Empowerment as a Nutritional Strategy and The Limits of Awareness Without Access

  • Empowerment as a Nutritional Strategy
    • Crucially, the link between women’s empowerment and nutritional outcomes has been well documented.
    • Research, including by Nobel Laureate Esther Duflo, confirms that when women control household income, there is a direct positive impact on family nutrition.
    • Field studies among low-income communities echo this finding: women with financial autonomy or even modest control over household resources are significantly less likely to be undernourished.
    • However, the reality of women’s economic status in India remains bleak.
    • While female labour force participation rose from 23% in 2017–18 to 33% in 2021–22, most of these jobs are insecure and poorly paid.
    • Only 5% of working women hold regular salaried employment, while nearly 20% are self-employed, predominantly in the informal sector.
    • Alarmingly, self-employed women earn on average 53% less than their male counterparts.
    • Without stable incomes, skills training, or workplace protections, employment alone does little to elevate women’s economic power or nutritional health.
  • The Limits of Awareness Without Access
    • While the government hails POSHAN Abhiyaan for generating public awareness and building a Jan Andolan or people’s movement around nutrition, information alone cannot remedy structural deprivation.
    • If a woman lacks control over household spending, no amount of awareness will help her access the nutritious food she needs.
    • Awareness without empowerment merely amplifies frustration rather than creating change.

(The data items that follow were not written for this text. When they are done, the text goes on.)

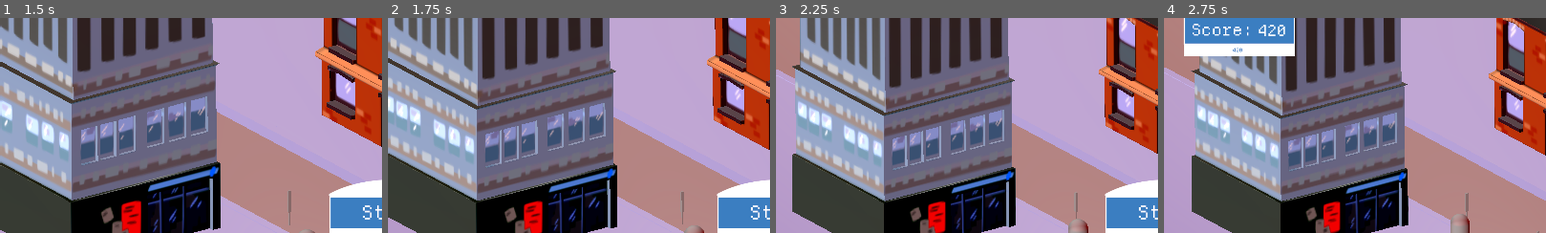
Above: before the commit, frames 1-4 (left to right).
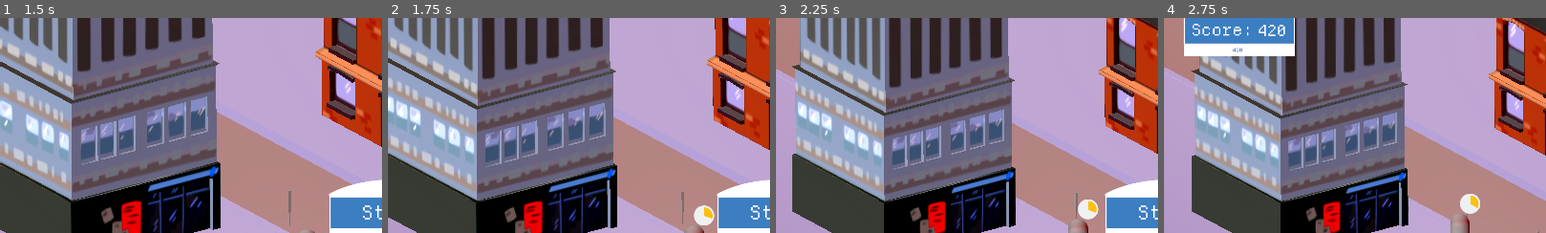
Above: after the commit, the same moments.

Repository: caizoryan/gamejam001
Game: Godot game, scene res://test_scene.tscn
The game is run twice, just before and just after one commit, with the same random seed, the same clock (stepped at 60 frames per second) and the same inputs.
Inputs (mouse positions are % of the whole screen's width and height, from its top left):
- Up to frame 1 (1.5 s): click (52, 51) at 0.5 s; tap Enter at 1.25 s; move the mouse to (72, 45) at 1.27 s; hold Right (key_right) from 1.28 s (still down); click (72, 45) at 1.35 s
- Up to frame 2 (1.75 s): keep holding Right (key_right)
- Up to frame 3 (2.25 s): move the mouse to (30, 55) at 2.02 s; release Right (key_right) at 2.03 s; hold Down (key_down) from 2.03 s (still down); tap E at 2.1 s
- Up to frame 4 (2.75 s): keep holding Down (key_down)
The pictures show only the part of the screen within x 0-50%, y 6-56%; the shares and areas given below are measured in that part.

Frame 1 is identical in both runs. In frame 2, 0.4% of the frame differs, in the area x 80-86%, y 87-97%; in frame 3, 0.4%, in the area x 79-85%, y 84-94%; in frame 4, 0.4%.

Commit message:
this has commentary

Diff:
--- a/pedestrian.gd
+++ b/pedestrian.gd
@@ -5,17 +5,37 @@
 @export var camera: Camera3D
 @export var top: Node3D
 
+var changed_to_red = false
+var changed_to_panic = false
+var oscillator_x = 0
+var dir = 1
+var max = 3
+
+func oscillate(pos: Vector2) -> Vector2:
+	oscillator_x += dir*.8
+
+	if (dir == 1):
+		if (oscillator_x > max): dir = -1
+	else: if (oscillator_x < (max*-1)): dir = 1
+	pos.x += oscillator_x
+	return pos
 
 func _process(delta: float) -> void:
 	if progress.value > 30: winmessage.visible = true
-	if progress.value == 55.: progress.texture_progress = load("res://assets/buttons/1x/prog_tex.png")
-	if progress.value == 80.: progress.texture_over = load("res://assets/buttons/1x/overlay.png")
+	if progress.value > 55. && !changed_to_red:
+		progress.texture_progress = load("res://assets/buttons/1x/prog_tex.png")
+		changed_to_red = true
 
-	progress.value += 0.03
+	if progress.value > 80.:
+		progress.texture_over = load("res://assets/buttons/1x/overlay.png")
+		changed_to_panic = true
+
+	progress.value += 0.05
 	print(progress.value)
 	var _pos = top.global_position
 
 	if (_pos):
 		var pos = camera.unproject_position(_pos)
 		pos.y -= 50
+		if (progress.value > 83.): pos = oscillate(pos)
 		winmessage.set_position(pos)
Binary file changed: assets/buttons/1x/overlay.png
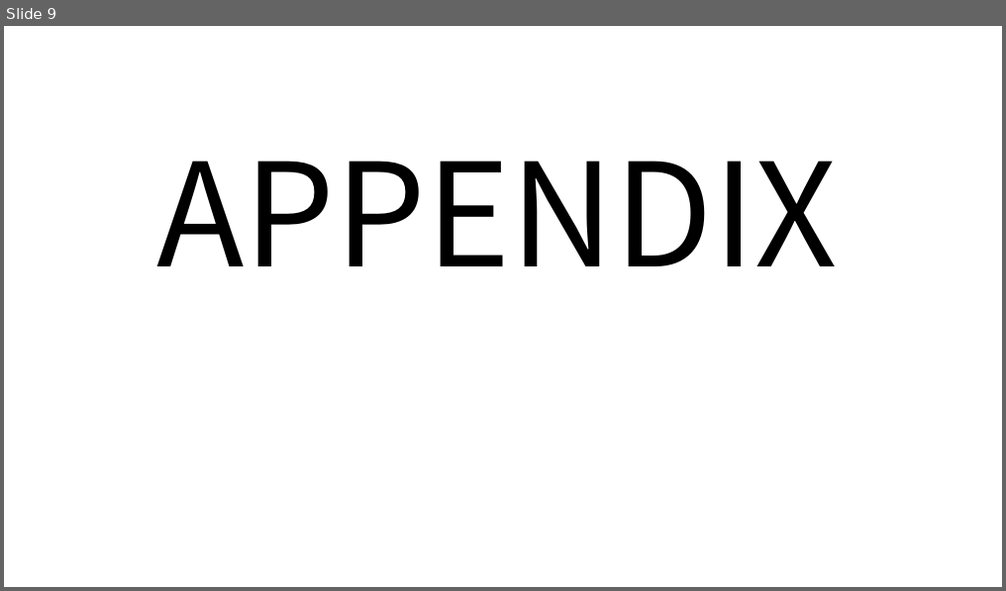
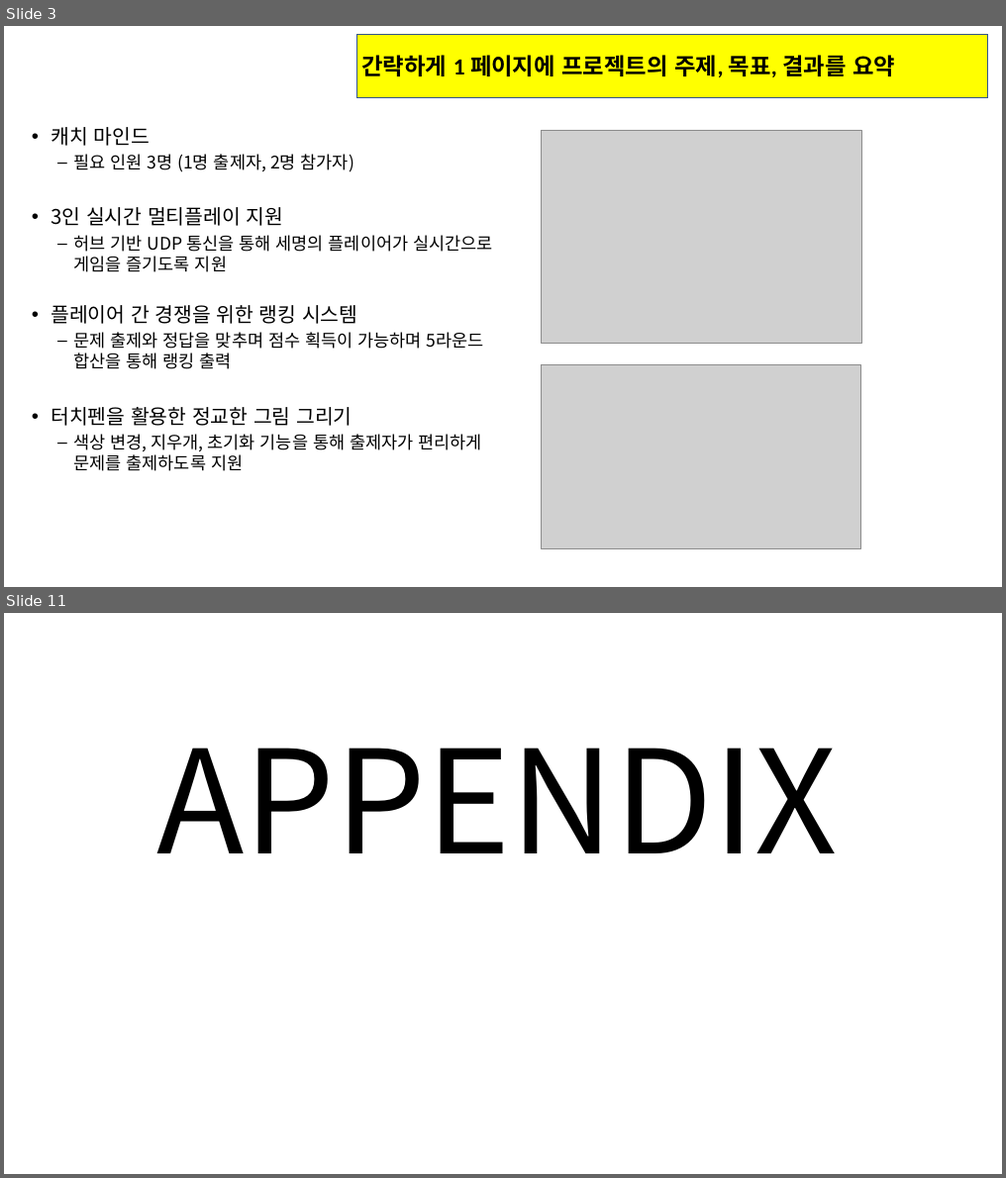
Before and after one commit to jewon1230-wq/For_transfer_files_jw, a slide deck: LG_부트캠프_12기_C반_프로젝트일정_및_최종제출결과물_3팀/LG_부트캠프_12기_C반_최종결과물(3팀)/결과보고서/4.LG_부트캠프_12기_C반_결과보고서(3팀)_v1.pptx. Shown one above the other, each under a label of ours: slide 9 before the commit, slides 3 and 11 after it; the slides between them are not shown. The pictures are 1006x591 and 1006x1178 pixels, drawn with LibreOffice and Linux fonts; fonts in the diff are those of the drawing; grey boxes stand for pictures; background and template pictures are left out. Boxes give left, top, right and bottom in pixels: in the first picture for what was removed or moved away, otherwise in the second. Text is boxed around its words. In the diff, an @@ line names an element or a change of style, - is before the commit and + after.

```diff
--- a/LG_부트캠프_12기_C반_프로젝트일정_및_최종제출결과물_3팀/LG_부트캠프_12기_C반_최종결과물(3팀)/결과보고서/4.LG_부트캠프_12기_C반_결과보고서(3팀)_v1.pptx
+++ b/LG_부트캠프_12기_C반_프로젝트일정_및_최종제출결과물_3팀/LG_부트캠프_12기_C반_최종결과물(3팀)/결과보고서/4.LG_부트캠프_12기_C반_결과보고서(3팀)_v1.pptx
@@ slide 3 added at [4,26,1002,587], background picture (left out) @@
@@ text added at [18,40,825,92], 54 pt, text #FFFFFF, bold @@
+1. 프로젝트 소개
@@ rectangle added at [356,34,987,97], fill #FFFF00, outline #325491 1 pt, 32 pt, text #000000, bold @@
+간략하게 1 페이지에 프로젝트의 주제, 목표, 결과를 요약
@@ text added at [51,127,493,472], 24 pt, text #000000 @@
+• 캐치 마인드
+  – 필요 인원 3명 (1명 출제자, 2명 참가자)
+• 3인 실시간 멀티플레이 지원
+  – 허브 기반 UDP 통신을 통해 세명의 플레이어가 실시간으로 게임을 즐기도록 지원
+• 플레이어 간 경쟁을 위한 랭킹 시스템
+  – 문제 출제와 정답을 맞추며 점수 획득이 가능하며 5라운드 합산을 통해 랭킹 출력
+• 터치펜을 활용한 정교한 그림 그리기
+  – 색상 변경, 지우개, 초기화 기능을 통해 출제자가 편리하게 문제를 출제하도록 지원
@@ picture added at [541,130,861,344] @@
@@ picture added at [541,365,860,549] @@
@@ what was slide 9 is now slide 11 @@
```
Also in this commit, not shown: 7 slides changed, 1 other slide added.
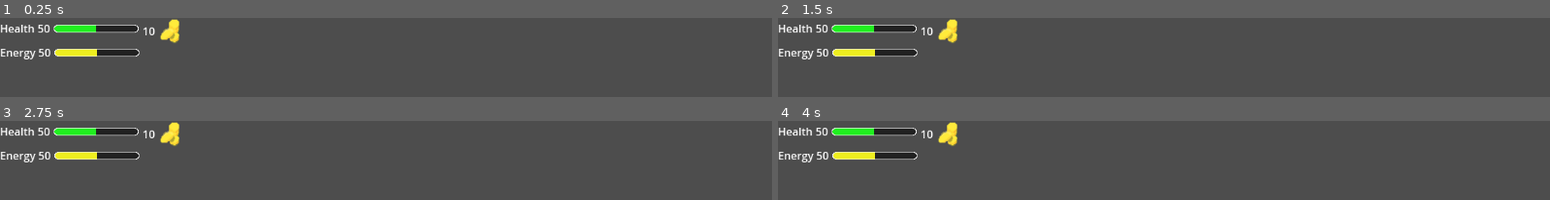
Above: before the commit, frames 1-4 (two rows, left to right).
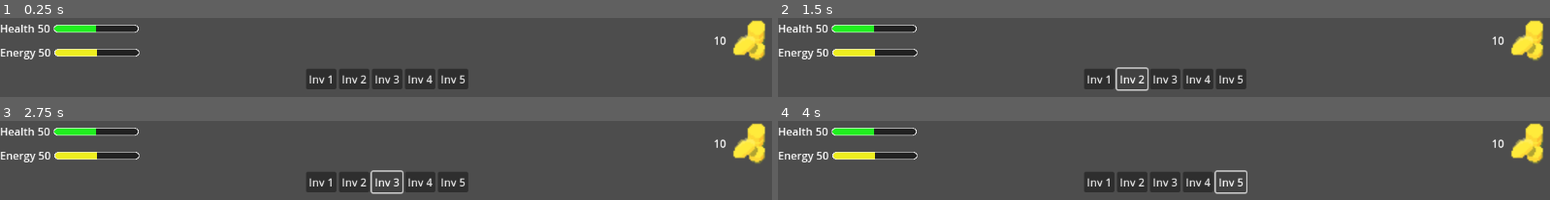
Above: after the commit, the same moments.

Repository: Cole-Miller-IT/JanGameJam2025
Game: Godot game, scene res://Scenes/UI/HUD/hud.tscn
The game is run twice, just before and just after one commit, with the same random seed, the same clock (stepped at 60 frames per second) and the same inputs. This scene is started directly instead of the project's main scene.
Inputs (mouse positions are in pixels of both pictures, inside the frame that each line leads up to):
- Up to frame 1 (0.25 s): no input
- Up to frame 2 (1.5 s): click (1102, 78) at 0.5 s, where only the run after the commit has a clickable "Inv 1"; click (1133, 78) at 1.25 s, where only the run after the commit has a clickable "Inv 2"
- Up to frame 3 (2.75 s): click (386, 181) at 2 s, where only the run after the commit has a clickable "Inv 3"
- Up to frame 4 (4 s): click (1194, 181) at 2.75 s, where only the run after the commit has a clickable "Inv 4"; click (1233, 181) at 3.5 s, where only the run after the commit has a clickable "Inv 5"

The runs differ from the first frame. In frame 1, 6.8% of the frame differs, in the area x 18-100%, y 1-91%; in frame 2, 6.3%; in frame 3, 6.3%; in frame 4, 6.3%.

Commit message:
Working on hotbar ui

Diff:
--- a/Scenes/UI/HUD/hud.tscn
+++ b/Scenes/UI/HUD/hud.tscn
@@ -5,29 +5,33 @@
 [ext_resource type="Texture2D" uid="uid://c3ekcyqcqnlkt" path="res://Assets/Images/HealthBar/Progress.png" id="3_owcrr"]
 [ext_resource type="Texture2D" uid="uid://daoehsxvg7jti" path="res://Assets/Images/GoldCoins.png" id="4_bowi0"]
 
-[node name="HUD" type="MarginContainer"]
+[node name="VBoxContainer" type="VBoxContainer"]
 offset_right = 1152.0
-offset_bottom = 40.0
+offset_bottom = 68.0
 
-[node name="HBoxContainer" type="HBoxContainer" parent="."]
+[node name="HUD" type="MarginContainer" parent="."]
 layout_mode = 2
 
-[node name="Bars" type="VBoxContainer" parent="HBoxContainer"]
+[node name="HBoxContainer" type="HBoxContainer" parent="HUD"]
 layout_mode = 2
 
-[node name="HP" type="HBoxContainer" parent="HBoxContainer/Bars"]
+[node name="Bars" type="VBoxContainer" parent="HUD/HBoxContainer"]
+layout_mode = 2
+size_flags_horizontal = 3
+
+[node name="HP" type="HBoxContainer" parent="HUD/HBoxContainer/Bars"]
 layout_mode = 2
 
-[node name="Stat" type="Label" parent="HBoxContainer/Bars/HP"]
+[node name="Stat" type="Label" parent="HUD/HBoxContainer/Bars/HP"]
 layout_mode = 2
 text = "Health"
 
-[node name="Value" type="Label" parent="HBoxContainer/Bars/HP"]
+[node name="Value" type="Label" parent="HUD/HBoxContainer/Bars/HP"]
 layout_mode = 2
 text = "50
 "
 
-[node name="TextureProgressBar" type="TextureProgressBar" parent="HBoxContainer/Bars/HP"]
+[node name="TextureProgressBar" type="TextureProgressBar" parent="HUD/HBoxContainer/Bars/HP"]
 layout_mode = 2
 value = 50.0
 texture_under = ExtResource("1_kr0iv")
@@ -35,19 +39,19 @@
 texture_progress = ExtResource("3_owcrr")
 tint_progress = Color(0.133333, 1, 0.129412, 1)
 
-[node name="Energy" type="HBoxContainer" parent="HBoxContainer/Bars"]
+[node name="Energy" type="HBoxContainer" parent="HUD/HBoxContainer/Bars"]
 layout_mode = 2
 
-[node name="Stat" type="Label" parent="HBoxContainer/Bars/Energy"]
+[node name="Stat" type="Label" parent="HUD/HBoxContainer/Bars/Energy"]
 layout_mode = 2
 text = "Energy"
 
-[node name="Value" type="Label" parent="HBoxContainer/Bars/Energy"]
+[node name="Value" type="Label" parent="HUD/HBoxContainer/Bars/Energy"]
 layout_mode = 2
 text = "50
 "
 
-[node name="TextureProgressBar" type="TextureProgressBar" parent="HBoxContainer/Bars/Energy"]
+[node name="TextureProgressBar" type="TextureProgressBar" parent="HUD/HBoxContainer/Bars/Energy"]
 layout_mode = 2
 value = 50.0
 texture_under = ExtResource("1_kr0iv")
@@ -55,24 +59,48 @@
 texture_progress = ExtResource("3_owcrr")
 tint_progress = Color(1, 1, 0.129412, 1)
 
-[node name="Counters" type="HBoxContainer" parent="HBoxContainer"]
+[node name="Counters" type="HBoxContainer" parent="HUD/HBoxContainer"]
 layout_mode = 2
 size_flags_horizontal = 8
 
-[node name="Background" type="NinePatchRect" parent="HBoxContainer/Counters"]
+[node name="HBoxContainer" type="HBoxContainer" parent="HUD/HBoxContainer/Counters"]
 layout_mode = 2
-texture = ExtResource("1_kr0iv")
 
-[node name="HBoxContainer" type="HBoxContainer" parent="HBoxContainer/Counters/Background"]
-layout_mode = 0
-offset_right = 63.0
-offset_bottom = 40.0
-
-[node name="Value" type="Label" parent="HBoxContainer/Counters/Background/HBoxContainer"]
+[node name="Value" type="Label" parent="HUD/HBoxContainer/Counters/HBoxContainer"]
 layout_mode = 2
 text = "10"
 
-[node name="TextureRect" type="TextureRect" parent="HBoxContainer/Counters/Background/HBoxContainer"]
+[node name="TextureRect" type="TextureRect" parent="HUD/HBoxContainer/Counters/HBoxContainer"]
 layout_mode = 2
 texture = ExtResource("4_bowi0")
 expand_mode = 2
+
+[node name="Empty" type="Panel" parent="."]
+layout_mode = 2
+
+[node name="HotBar" type="MarginContainer" parent="."]
+layout_mode = 2
+
+[node name="HBoxContainer" type="HBoxContainer" parent="HotBar"]
+layout_mode = 2
+size_flags_horizontal = 4
+
+[node name="Slot1" type="Button" parent="HotBar/HBoxContainer"]
+layout_mode = 2
+text = "Inv 1"
+
+[node name="Slot2" type="Button" parent="HotBar/HBoxContainer"]
+layout_mode = 2
+text = "Inv 2"
+
+[node name="Slot3" type="Button" parent="HotBar/HBoxContainer"]
+layout_mode = 2
+text = "Inv 3"
+
+[node name="Slot4" type="Button" parent="HotBar/HBoxContainer"]
+layout_mode = 2
+text = "Inv 4"
+
+[node name="Slot5" type="Button" parent="HotBar/HBoxContainer"]
+layout_mode = 2
+text = "Inv 5"

The Way Forward: Towards a Holistic and Convergent Approach

  • To make a meaningful dent in malnutrition, POSHAN 2.0 must evolve beyond isolated interventions.
  • First, the programme must integrate measurable indicators not just for physical outcomes like anaemia or stunting, but also for socio-economic empowerment, such as the percentage of women with independent income or financial decision-making power.
  • Second, it must promote interdepartmental collaboration. Nutrition programmes should be tightly integrated with health, education, and livelihood initiatives, especially in regions with high malnutrition rates.
  • Third, India’s Anganwadi centres, which are pivotal delivery points for food and care, should be reimagined as multifunctional hubs.
  • Beyond meals and maternal care, these centres can offer skill-building workshops, access to credit schemes, and job training.
  • Such convergence could transform Anganwadis into powerful community anchors for women’s welfare and economic independence.

Conclusion

  • India’s malnutrition challenge cannot be resolved through food distribution alone. Real change will come when women are no longer seen as passive recipients of welfare schemes but are recognised as active agents of societal progress.
  • Economic independence, social agency, and equitable access to resources are not peripheral goals, they are central to the success of nutrition programmes like POSHAN.
  • A malnutrition-free India is possible, but only if it is built on the foundation of gender equality and empowerment.
  • Ensuring that every woman can nourish herself and her family with dignity and choice must be the cornerstone of India’s nutritional future.